Je suis entrée dans la lecture un peu perplexe, surtout curieuse de voir ce qu’allait donner l’originalité de la forme. J’ai trouvé que le résultat tenait la route pour 2 raisons : la première, c’est que les post-it prennent une dimension différente lorsque la maman tombe gravement malade. Elle recule le moment d’annoncer son cancer à sa fille pour la protéger, mais cette dernière n’est pas dupe.

« Maman

Hier soir j’ai regardé un DVD pour les familles des gens qui ont un cancer du sein (c’est Emma qui me l’a pris à la bibliothèque). C’est dur à écrire, mais je crois qu’il faut qu’on parle plus de tout ça. Papa dit que si on se dispute autant en ce moment, c’est parce qu’on n’a pas assez parlé. Je ne sais pas trop si je dois m’inquiéter pour toi ou si je dois juste vivre ma vie. Tu fais comme si ce n’était pas vraiment un gros problème, alors peut-être que je devrais faire pareil.

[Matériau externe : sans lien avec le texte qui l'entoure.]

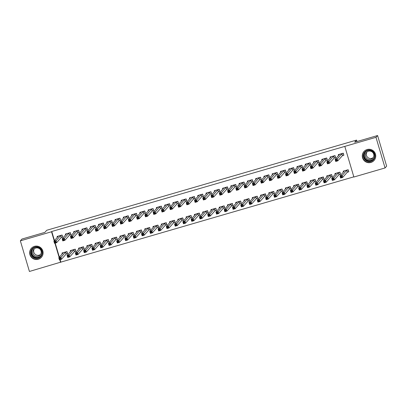 <?xml version="1.0" encoding="UTF-8"?>
<svg xmlns="http://www.w3.org/2000/svg" width="407" height="407" viewBox="0 0 407 407"><rect width="100%" height="100%" fill="white"/><g stroke="black" fill="none" stroke-linecap="round" stroke-linejoin="round"><path stroke-width="0.61" d="M34.468 246.347A6.746 6.71 41.8 0 1 41.412 257.295A6.746 6.71 41.8 0 1 30.703 256.379A6.746 6.71 41.8 0 1 34.468 246.347M367.109 149.522A6.746 6.71 41.8 0 1 374.053 160.475A6.746 6.71 41.8 0 1 363.344 159.559A6.746 6.71 41.8 0 1 367.109 149.522M60.109 259.666L60.841 262.123L353.825 176.847M60.841 262.123L29.421 271.464L20.35 240.837L51.531 231.761L54.228 240.873M20.35 240.837L21.942 239.051L44.851 232.382L46.744 230.27L356.557 140.089L354.67 142.206L377.579 135.536L386.65 166.163L385.058 167.949L353.876 177.025L344.805 146.393L375.982 137.317L385.058 167.949M356.985 141.529L356.557 140.089M74.512 251.628L75.85 251.236L75.239 249.165L70.274 250.61L70.543 251.511M69.607 235.068L70.945 234.681L70.335 232.611L65.369 234.056L65.639 234.956M91.051 246.81L92.389 246.423L91.779 244.353L86.818 245.797L87.083 246.698M86.147 230.255L87.485 229.863L86.874 227.793L81.914 229.238L82.178 230.138M107.596 241.997L108.934 241.605L108.318 239.535L103.358 240.98L103.622 241.88M102.691 225.437L104.029 225.051L103.414 222.98L98.453 224.425L98.718 225.325M124.135 237.179L125.473 236.793L124.863 234.722L119.897 236.167L120.167 237.067M119.231 220.625L120.569 220.233L119.958 218.167L114.993 219.612L115.262 220.513M140.674 232.366L142.012 231.98L141.402 229.909L136.442 231.354L136.706 232.255M135.77 215.812L137.108 215.42L136.498 213.349L131.537 214.794L131.802 215.695M157.219 227.554L158.557 227.162L157.941 225.091L152.981 226.536L153.246 227.437M152.315 210.994L153.653 210.607L153.037 208.537L148.077 209.981L148.341 210.882M173.758 222.736L175.096 222.349L174.486 220.279L169.521 221.723L169.79 222.624M168.854 206.181L170.192 205.789L169.582 203.724L164.616 205.164L164.886 206.064M190.298 217.923L191.636 217.531L191.025 215.466L186.065 216.906L186.33 217.806M185.394 201.368L186.732 200.977L186.121 198.906L181.161 200.351L181.425 201.251M206.842 213.11L208.18 212.719L207.565 210.648L202.605 212.093L202.869 212.993M201.938 196.55L203.276 196.164L202.661 194.093L197.7 195.538L197.965 196.439M223.382 208.292L224.72 207.906L224.109 205.835L219.144 207.28L219.414 208.18M218.478 191.738L219.816 191.346L219.205 189.275L214.24 190.72L214.509 191.621M239.921 203.48L241.259 203.088L240.649 201.017L235.684 202.462L235.953 203.363M235.017 186.92L236.355 186.533L235.745 184.463L230.779 185.907L231.049 186.808M256.466 198.662L257.804 198.275L257.188 196.205L252.228 197.649L252.493 198.55M251.562 182.107L252.9 181.715L252.284 179.65L247.324 181.095L247.588 181.995M273.005 193.849L274.343 193.462L273.728 191.392L268.768 192.837L269.037 193.737M268.101 177.294L269.439 176.903L268.829 174.832L263.863 176.277L264.133 177.177M289.545 189.036L290.883 188.645L290.272 186.574L285.307 188.019L285.577 188.919M284.641 172.476L285.979 172.09L285.368 170.019L280.403 171.464L280.672 172.365M306.084 184.218L307.427 183.832L306.812 181.761L301.852 183.206L302.116 184.106M301.18 167.664L302.523 167.272L301.908 165.206L296.947 166.646L297.212 167.547M322.629 179.406L323.967 179.014L323.351 176.948L318.391 178.388L318.656 179.289M317.725 162.851L319.063 162.459L318.447 160.389L313.487 161.833L313.751 162.734M339.168 174.593L340.506 174.201L339.896 172.13L334.93 173.575L335.2 174.476M334.264 158.033L335.602 157.646L334.992 155.576L330.026 157.021L330.296 157.921M344.805 146.393L51.765 231.497L54.467 240.608M55.204 243.111L59.371 257.168M342.536 155.627L343.874 155.235L343.259 153.169L338.298 154.614L338.563 155.51M347.441 172.181L348.779 171.795L348.163 169.724L343.203 171.169L343.467 172.069M325.992 160.439L327.335 160.053L326.719 157.982L321.759 159.427L322.023 160.327M330.896 176.999L332.239 176.607L331.624 174.537L326.663 175.982L326.928 176.882M309.452 165.257L310.79 164.866L310.18 162.795L305.214 164.24L305.484 165.14M314.357 181.812L315.695 181.425L315.084 179.355L310.119 180.8L310.388 181.7M292.913 170.07L294.251 169.683L293.635 167.613L288.675 169.058L288.939 169.958M297.817 186.63L299.155 186.238L298.54 184.168L293.579 185.612L293.844 186.513M276.373 174.888L277.711 174.496L277.096 172.426L272.135 173.87L272.4 174.771M281.278 191.443L282.616 191.051L282 188.985L277.04 190.425L277.304 191.326M259.829 179.701L261.167 179.309L260.556 177.238L255.591 178.683L255.861 179.584M264.733 196.255L266.071 195.869L265.461 193.798L260.495 195.243L260.765 196.143M243.289 184.513L244.627 184.127L244.017 182.056L239.051 183.501L239.321 184.402M248.194 201.073L249.532 200.682L248.921 198.611L243.956 200.056L244.225 200.956M226.75 189.331L228.088 188.94L227.472 186.869L222.512 188.314L222.777 189.214M231.654 205.886L232.992 205.494L232.377 203.429L227.416 204.874L227.681 205.774M210.205 194.144L211.543 193.752L210.933 191.687L205.967 193.132L206.237 194.027M215.11 210.699L216.448 210.312L215.837 208.242L210.872 209.686L211.141 210.587M193.666 198.957L195.004 198.57L194.393 196.5L189.428 197.944L189.698 198.845M198.57 215.517L199.908 215.125L199.298 213.054L194.332 214.499L194.602 215.4M177.126 203.775L178.464 203.383L177.849 201.312L172.889 202.757L173.153 203.658M182.031 220.329L183.369 219.943L182.753 217.872L177.793 219.317L178.057 220.218M160.582 208.588L161.92 208.201L161.309 206.13L156.349 207.575L156.614 208.476M165.486 225.147L166.824 224.756L166.214 222.685L161.253 224.13L161.518 225.03M144.042 213.405L145.38 213.014L144.77 210.943L139.805 212.388L140.074 213.288M148.947 229.96L150.285 229.568L149.674 227.503L144.709 228.943L144.978 229.843M127.503 218.218L128.841 217.826L128.225 215.756L123.265 217.201L123.53 218.101M132.407 234.773L133.745 234.386L133.13 232.316L128.169 233.76L128.434 234.661M110.958 223.031L112.296 222.644L111.686 220.574L106.726 222.019L106.99 222.919M115.863 239.591L117.201 239.199L116.59 237.128L111.63 238.573L111.894 239.474M94.419 227.849L95.757 227.457L95.146 225.386L90.181 226.831L90.451 227.732M99.323 244.404L100.661 244.012L100.051 241.946L95.085 243.391L95.355 244.292M77.879 232.662L79.217 232.27L78.602 230.204L73.642 231.649L73.906 232.545M82.784 249.216L84.122 248.83L83.506 246.759L78.546 248.204L78.81 249.104M61.335 237.474L62.678 237.088L62.062 235.017L57.102 236.462L57.367 237.362M66.239 254.034L67.582 253.642L66.967 251.572L62.006 253.017L62.271 253.917M54.914 243.193L59.132 257.428M59.819 259.752L60.602 262.388M377.579 135.536L375.982 137.317M51.765 231.497L51.531 231.761M343.798 154.981L343.05 153.23M339.067 154.95L338.914 154.431M343.625 155.174L342.394 155.693L337.779 160.857L335.714 161.462L335.098 159.391L339.636 154.222M335.826 159.915L335.098 159.391L337.169 158.791L337.779 160.857L336.899 160.506L336.655 159.676L335.826 159.915L336.07 160.745L336.899 160.506M341.921 153.556L336.655 159.676M335.714 161.462L336.07 160.745M343.818 170.991L343.971 171.51M347.954 169.785L348.702 171.535M344.541 170.777L340.003 175.946L342.073 175.346L342.684 177.416L347.298 172.247L348.529 171.729M341.804 177.06L342.684 177.416L340.618 178.017L340.003 175.946L340.73 176.475L340.974 177.304L341.804 177.06L341.559 176.236L340.73 176.475M341.559 176.236L346.825 170.116M340.974 177.304L340.618 178.017M335.526 157.387L334.778 155.637M330.794 157.356L330.642 156.843M335.353 157.58L334.127 158.099L329.507 163.268L327.442 163.868L326.831 161.798L331.369 156.629M327.559 162.327L326.831 161.798L328.897 161.197L329.507 163.268L328.627 162.912L328.383 162.083L327.559 162.327L327.803 163.151L328.627 162.912M333.654 155.962L328.383 162.083M327.442 163.868L327.803 163.151M327.259 159.793L326.506 158.043M322.527 159.768L322.375 159.249M327.086 159.987L325.854 160.506L321.24 165.674L319.169 166.275L318.559 164.204L323.097 159.035M319.286 164.733L318.559 164.204L320.624 163.604L321.24 165.674L320.36 165.318L320.111 164.489L319.286 164.733L319.531 165.563L320.36 165.318M325.381 158.374L320.111 164.489M319.169 166.275L319.531 165.563M335.546 173.397L335.699 173.916M339.682 172.192L340.43 173.942M336.274 173.189L331.736 178.358L333.801 177.752L334.412 179.823L339.031 174.659L340.257 174.14M333.531 179.467L334.412 179.823L332.346 180.423L331.736 178.358L332.463 178.882L332.707 179.711L333.531 179.467L333.287 178.642L332.463 178.882M333.287 178.642L338.558 172.522M332.707 179.711L332.346 180.423M327.279 175.804L327.432 176.323M331.41 174.603L332.163 176.353M328.001 175.595L323.463 180.764L325.529 180.159L326.144 182.229L330.759 177.065L331.99 176.546M325.264 181.878L326.144 182.229L324.074 182.835L323.463 180.764L324.191 181.288L324.435 182.117L325.264 181.878L325.015 181.049L324.191 181.288M325.015 181.049L330.286 174.929M324.435 182.117L324.074 182.835M363.527 154.411A5.835 5.805 41.8 0 1 370.548 150.142A5.835 5.805 41.8 0 1 374.852 157.183A5.835 5.805 41.8 0 1 367.831 161.447A5.835 5.805 41.8 0 1 363.527 154.411M374.46 157.046A5.403 5.377 -138.2 0 0 365.191 152.162A5.403 5.377 -138.2 0 0 366.722 160.526A5.403 5.377 -138.2 0 0 374.46 157.046M373.214 157.585A4.253 4.233 41.8 0 1 366.956 151.994M365.491 154.299A4.253 4.233 41.8 0 1 371.586 151.562A4.253 4.233 41.8 0 1 372.797 158.145A4.253 4.233 41.8 0 1 365.491 154.299M364.942 150.61A6.7 6.665 -138.2 0 0 366.097 161.701A6.7 6.665 -138.2 0 0 374.816 159.432M30.886 251.231A5.835 5.805 41.8 0 1 37.907 246.968A5.835 5.805 41.8 0 1 42.211 254.004A5.835 5.805 41.8 0 1 35.19 258.272A5.835 5.805 41.8 0 1 30.886 251.231M41.819 253.871A5.403 5.377 -138.2 0 0 32.55 248.987A5.403 5.377 -138.2 0 0 34.081 257.351A5.403 5.377 -138.2 0 0 41.819 253.871M40.573 254.411A4.253 4.233 41.8 0 1 34.315 248.819M32.85 251.124A4.253 4.233 41.8 0 1 38.945 248.382A4.253 4.233 41.8 0 1 40.156 254.97A4.253 4.233 41.8 0 1 32.85 251.124M32.301 247.436A6.7 6.665 -138.2 0 0 33.455 258.526A6.7 6.665 -138.2 0 0 42.175 256.257M318.986 162.2L318.238 160.45M314.255 162.174L314.102 161.655M318.813 162.398L317.582 162.917L312.968 168.081L310.902 168.681L310.287 166.616L314.825 161.447M311.014 167.14L310.287 166.616L312.357 166.01L312.968 168.081L312.088 167.725L311.843 166.901L311.014 167.14L311.258 167.969L312.088 167.725M317.109 160.78L311.843 166.901M310.902 168.681L311.258 167.969M310.714 164.611L309.966 162.861M305.983 164.581L305.83 164.062M310.541 164.804L309.315 165.323L304.695 170.487L302.63 171.093L302.019 169.022L306.557 163.853M302.747 169.546L302.019 169.022L304.085 168.417L304.695 170.487L303.815 170.136L303.571 169.307L302.747 169.546L302.991 170.375L303.815 170.136M308.842 163.187L303.571 169.307M302.63 171.093L302.991 170.375M319.007 178.21L319.159 178.729M323.143 177.009L323.891 178.759M319.729 178.001L315.191 183.17L317.262 182.57L317.872 184.636L322.486 179.472L323.718 178.953M316.992 184.285L317.872 184.636L315.807 185.241L315.191 183.17L315.918 183.694L316.163 184.524L316.992 184.285L316.748 183.455L315.918 183.694M316.748 183.455L322.013 177.335M316.163 184.524L315.807 185.241M310.734 180.622L310.887 181.135M314.87 179.416L315.618 181.166M311.462 180.408L306.924 185.577L308.989 184.976L309.6 187.047L314.219 181.878L315.445 181.359M308.72 186.691L309.6 187.047L307.534 187.647L306.924 185.577L307.651 186.106L307.896 186.93L308.72 186.691L308.475 185.862L307.651 186.106M308.475 185.862L313.746 179.741M307.896 186.93L307.534 187.647M302.447 167.018L301.694 165.267M297.715 166.987L297.563 166.468M302.274 167.211L301.043 167.73L296.428 172.894L294.358 173.499L293.747 171.428L298.285 166.26M294.475 171.952L293.747 171.428L295.813 170.828L296.428 172.894L295.548 172.543L295.299 171.713L294.475 171.952L294.719 172.782L295.548 172.543M300.57 165.593L295.299 171.713M294.358 173.499L294.719 172.782M302.467 183.028L302.62 183.547M306.598 181.822L307.351 183.572M303.19 182.814L298.652 187.983L300.717 187.383L301.333 189.453L305.947 184.285L307.178 183.766M300.452 189.097L301.333 189.453L299.262 190.054L298.652 187.983L299.379 188.512L299.623 189.336L300.452 189.097L300.203 188.268L299.379 188.512M300.203 188.268L305.474 182.153M299.623 189.336L299.262 190.054M294.175 169.424L293.427 167.674M289.443 169.393L289.291 168.874M294.002 169.617L292.77 170.136L288.156 175.305L286.09 175.905L285.475 173.835L290.013 168.666M286.202 174.364L285.475 173.835L287.546 173.234L288.156 175.305L287.276 174.949L287.032 174.12L286.202 174.364L286.447 175.188L287.276 174.949M292.297 167.999L287.032 174.12M286.09 175.905L286.447 175.188M294.195 185.434L294.347 185.953M298.331 184.229L299.079 185.979M294.917 185.221L290.379 190.395L292.45 189.789L293.06 191.86L297.675 186.696L298.906 186.177M292.18 191.504L293.06 191.86L290.995 192.46L290.379 190.395L291.107 190.919L291.351 191.748L292.18 191.504L291.936 190.68L291.107 190.919M291.936 190.68L297.202 184.559M291.351 191.748L290.995 192.46M285.902 171.83L285.154 170.08M281.171 171.8L281.018 171.286M285.729 172.024L284.503 172.543L279.884 177.711L277.818 178.312L277.208 176.241L281.746 171.072M277.935 176.77L277.208 176.241L279.273 175.641L279.884 177.711L279.004 177.355L278.759 176.526L277.935 176.77L278.179 177.594L279.004 177.355M284.03 170.411L278.759 176.526M277.818 178.312L278.179 177.594M285.923 187.841L286.075 188.36M290.059 186.635L290.807 188.39M286.65 187.632L282.112 192.801L284.178 192.196L284.788 194.266L289.408 189.102L290.634 188.583M283.908 193.915L284.788 194.266L282.723 194.872L282.112 192.801L282.84 193.325L283.084 194.154L283.908 193.915L283.664 193.086L282.84 193.325M283.664 193.086L288.934 186.966M283.084 194.154L282.723 194.872M277.635 174.237L276.882 172.487M272.904 174.211L272.751 173.692M277.462 174.43L276.231 174.949L271.617 180.118L269.546 180.718L268.935 178.648L273.473 173.479M269.663 179.177L268.935 178.648L271.001 178.047L271.617 180.118L270.736 179.762L270.487 178.938L269.663 179.177L269.907 180.006L270.736 179.762M275.758 172.817L270.487 178.938M269.546 180.718L269.907 180.006M277.655 190.247L277.808 190.766M281.786 189.046L282.539 190.797M278.378 190.038L273.84 195.207L275.905 194.607L276.521 196.673L281.135 191.509L282.366 190.99M275.641 196.322L276.521 196.673L274.45 197.278L273.84 195.207L274.567 195.731L274.811 196.561L275.641 196.322L275.391 195.492L274.567 195.731M275.391 195.492L280.662 189.372M274.811 196.561L274.45 197.278M269.363 176.648L268.615 174.893M264.631 176.618L264.479 176.099M269.19 176.842L267.959 177.36L263.344 182.524L261.279 183.125L260.663 181.059L265.201 175.89M261.391 181.583L260.663 181.059L262.734 180.454L263.344 182.524L262.464 182.173L262.22 181.344L261.391 181.583L261.635 182.412L262.464 182.173M267.485 175.224L262.22 181.344M261.279 183.125L261.635 182.412M269.383 192.653L269.536 193.172M273.519 191.453L274.267 193.203M270.106 192.445L265.567 197.614L267.638 197.013L268.249 199.084L272.863 193.915L274.094 193.396M267.368 198.728L268.249 199.084L266.183 199.684L265.567 197.614L266.295 198.143L266.539 198.967L267.368 198.728L267.124 197.899L266.295 198.143M267.124 197.899L272.39 191.778M266.539 198.967L266.183 199.684M261.091 179.055L260.343 177.304M256.359 179.024L256.207 178.505M260.918 179.248L259.691 179.767L255.077 184.931L253.006 185.536L252.396 183.465L256.934 178.297M253.123 183.989L252.396 183.465L254.461 182.865L255.077 184.931L254.192 184.58L253.948 183.75L253.123 183.989L253.368 184.819L254.192 184.58M259.218 177.63L253.948 183.75M253.006 185.536L253.368 184.819M261.111 195.065L261.263 195.579M265.247 193.859L265.995 195.609M261.838 194.851L257.3 200.02L259.366 199.42L259.981 201.49L264.596 196.322L265.822 195.803M259.096 201.134L259.981 201.49L257.911 202.091L257.3 200.02L258.028 200.549L258.272 201.373L259.096 201.134L258.852 200.305L258.028 200.549M258.852 200.305L264.123 194.185M258.272 201.373L257.911 202.091M252.823 181.461L252.07 179.711M248.092 181.43L247.939 180.912M252.65 181.654L251.419 182.173L246.805 187.342L244.734 187.942L244.124 185.872L248.662 180.703M244.851 186.396L244.124 185.872L246.189 185.271L246.805 187.342L245.925 186.986L245.68 186.157L244.851 186.396L245.095 187.225L245.925 186.986M250.946 180.036L245.68 186.157M244.734 187.942L245.095 187.225M252.844 197.471L252.996 197.99M256.975 196.266L257.728 198.016M253.566 197.258L249.028 202.427L251.094 201.826L251.709 203.897L256.324 198.728L257.555 198.209M250.829 203.541L251.709 203.897L249.639 204.497L249.028 202.427L249.756 202.956L250 203.785L250.829 203.541L250.58 202.717L249.756 202.956M250.58 202.717L255.85 196.596M250 203.785L249.639 204.497M244.551 183.867L243.803 182.117M239.82 183.837L239.667 183.323M244.378 184.061L243.147 184.58L238.533 189.748L236.467 190.349L235.851 188.278L240.389 183.109M236.579 188.807L235.851 188.278L237.922 187.678L238.533 189.748L237.652 189.392L237.408 188.563L236.579 188.807L236.823 189.631L237.652 189.392M242.674 182.443L237.408 188.563M236.467 190.349L236.823 189.631M244.571 199.878L244.724 200.397M248.708 198.672L249.455 200.427M245.294 199.669L240.756 204.838L242.826 204.233L243.437 206.303L248.051 201.139L249.282 200.62M242.557 205.947L243.437 206.303L241.371 206.904L240.756 204.838L241.483 205.362L241.727 206.191L242.557 205.947L242.313 205.123L241.483 205.362M242.313 205.123L247.578 199.003M241.727 206.191L241.371 206.904M236.279 186.274L235.531 184.524M231.547 186.248L231.395 185.729M236.106 186.467L234.88 186.986L230.265 192.155L228.195 192.755L227.584 190.685L232.122 185.516M228.312 191.214L227.584 190.685L229.65 190.084L230.265 192.155L229.38 191.799L229.136 190.975L228.312 191.214L228.556 192.043L229.38 191.799M234.407 184.854L229.136 190.975M228.195 192.755L228.556 192.043M236.299 202.284L236.452 202.803M240.435 201.083L241.183 202.834M237.027 202.076L232.489 207.244L234.554 206.644L235.17 208.71L239.784 203.546L241.01 203.027M234.284 208.359L235.17 208.71L233.099 209.315L232.489 207.244L233.216 207.768L233.46 208.598L234.284 208.359L234.04 207.529L233.216 207.768M234.04 207.529L239.311 201.409M233.46 208.598L233.099 209.315M228.012 188.68L227.259 186.93M223.28 188.655L223.128 188.136M227.839 188.879L226.607 189.397L221.993 194.561L219.922 195.162L219.312 193.096L223.85 187.927M220.039 193.62L219.312 193.096L221.377 192.491L221.993 194.561L221.113 194.205L220.869 193.381L220.039 193.62L220.284 194.449L221.113 194.205M226.134 187.261L220.869 193.381M219.922 195.162L220.284 194.449M228.032 204.69L228.185 205.209M232.163 203.49L232.916 205.24M228.754 204.482L224.216 209.651L226.282 209.05L226.897 211.121L231.512 205.952L232.743 205.433M226.017 210.765L226.897 211.121L224.827 211.721L224.216 209.651L224.944 210.175L225.188 211.004L226.017 210.765L225.773 209.936L224.944 210.175M225.773 209.936L231.039 203.815M225.188 211.004L224.827 211.721M219.739 191.092L218.991 189.341M215.008 191.061L214.855 190.542M219.566 191.285L218.34 191.804L213.721 196.968L211.655 197.573L211.04 195.502L215.578 190.334M211.767 196.026L211.04 195.502L213.11 194.902L213.721 196.968L212.841 196.617L212.596 195.787L211.767 196.026L212.011 196.856L212.841 196.617M217.862 189.667L212.596 195.787M211.655 197.573L212.011 196.856M219.76 207.102L219.912 207.616M223.896 205.896L224.644 207.646M220.482 206.888L215.944 212.057L218.015 211.457L218.625 213.527L223.245 208.359L224.471 207.84M217.745 213.171L218.625 213.527L216.56 214.128L215.944 212.057L216.672 212.586L216.916 213.41L217.745 213.171L217.501 212.342L216.672 212.586M217.501 212.342L222.766 206.222M216.916 213.41L216.56 214.128M211.467 193.498L210.719 191.748M206.736 193.467L206.583 192.949M211.294 193.691L210.068 194.21L205.454 199.374L203.383 199.979L202.772 197.909L207.311 192.74M203.5 198.433L202.772 197.909L204.838 197.309L205.454 199.374L204.568 199.023L204.324 198.194L203.5 198.433L203.744 199.262L204.568 199.023M209.595 192.073L204.324 198.194M203.383 199.979L203.744 199.262M211.487 209.508L211.64 210.027M215.624 208.303L216.371 210.053M212.215 209.295L207.677 214.464L209.742 213.863L210.358 215.934L214.972 210.765L216.198 210.246M209.473 215.578L210.358 215.934L208.287 216.534L207.677 214.464L208.404 214.993L208.649 215.822L209.473 215.578L209.229 214.754L208.404 214.993M209.229 214.754L214.499 208.633M208.649 215.822L208.287 216.534M203.2 195.904L202.447 194.154M198.468 195.874L198.316 195.36M203.027 196.098L201.796 196.617L197.181 201.786L195.111 202.386L194.5 200.315L199.038 195.146M195.228 200.844L194.5 200.315L196.566 199.715L197.181 201.786L196.301 201.429L196.057 200.6L195.228 200.844L195.472 201.668L196.301 201.429M201.323 194.48L196.057 200.6M195.111 202.386L195.472 201.668M203.22 211.915L203.373 212.434M207.351 210.709L208.104 212.459M203.943 211.706L199.405 216.875L201.47 216.27L202.086 218.34L206.7 213.176L207.931 212.658M201.206 217.984L202.086 218.34L200.015 218.941L199.405 216.875L200.132 217.399L200.376 218.228L201.206 217.984L200.961 217.16L200.132 217.399M200.961 217.16L206.227 211.04M200.376 218.228L200.015 218.941M194.928 198.311L194.18 196.561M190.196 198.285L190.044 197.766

Est-ce que je me fais trop de souci, maman ? Je dors ici ce soir.

Claire »

La deuxième raison, c’est que le lecteur n’a pas accès aux rencontres qui ont bel et bien lieu entre la mère et la fille et que le lecteur peut aisément en comprendre la substance à travers les post-it qui les suivent. Les mots écrits et les non-dits invitent à établir des liens et reconstituer les morceaux de cette histoire mère-fille. Le procédé stylistique choisi par l’auteure met en évidence le manque, le silence, l’absence, la difficulté d’être ensemble et de communiquer… En même temps, il montre aussi que ce peut-être un moyen de continuer à tisser des liens quand se parler devient trop difficile.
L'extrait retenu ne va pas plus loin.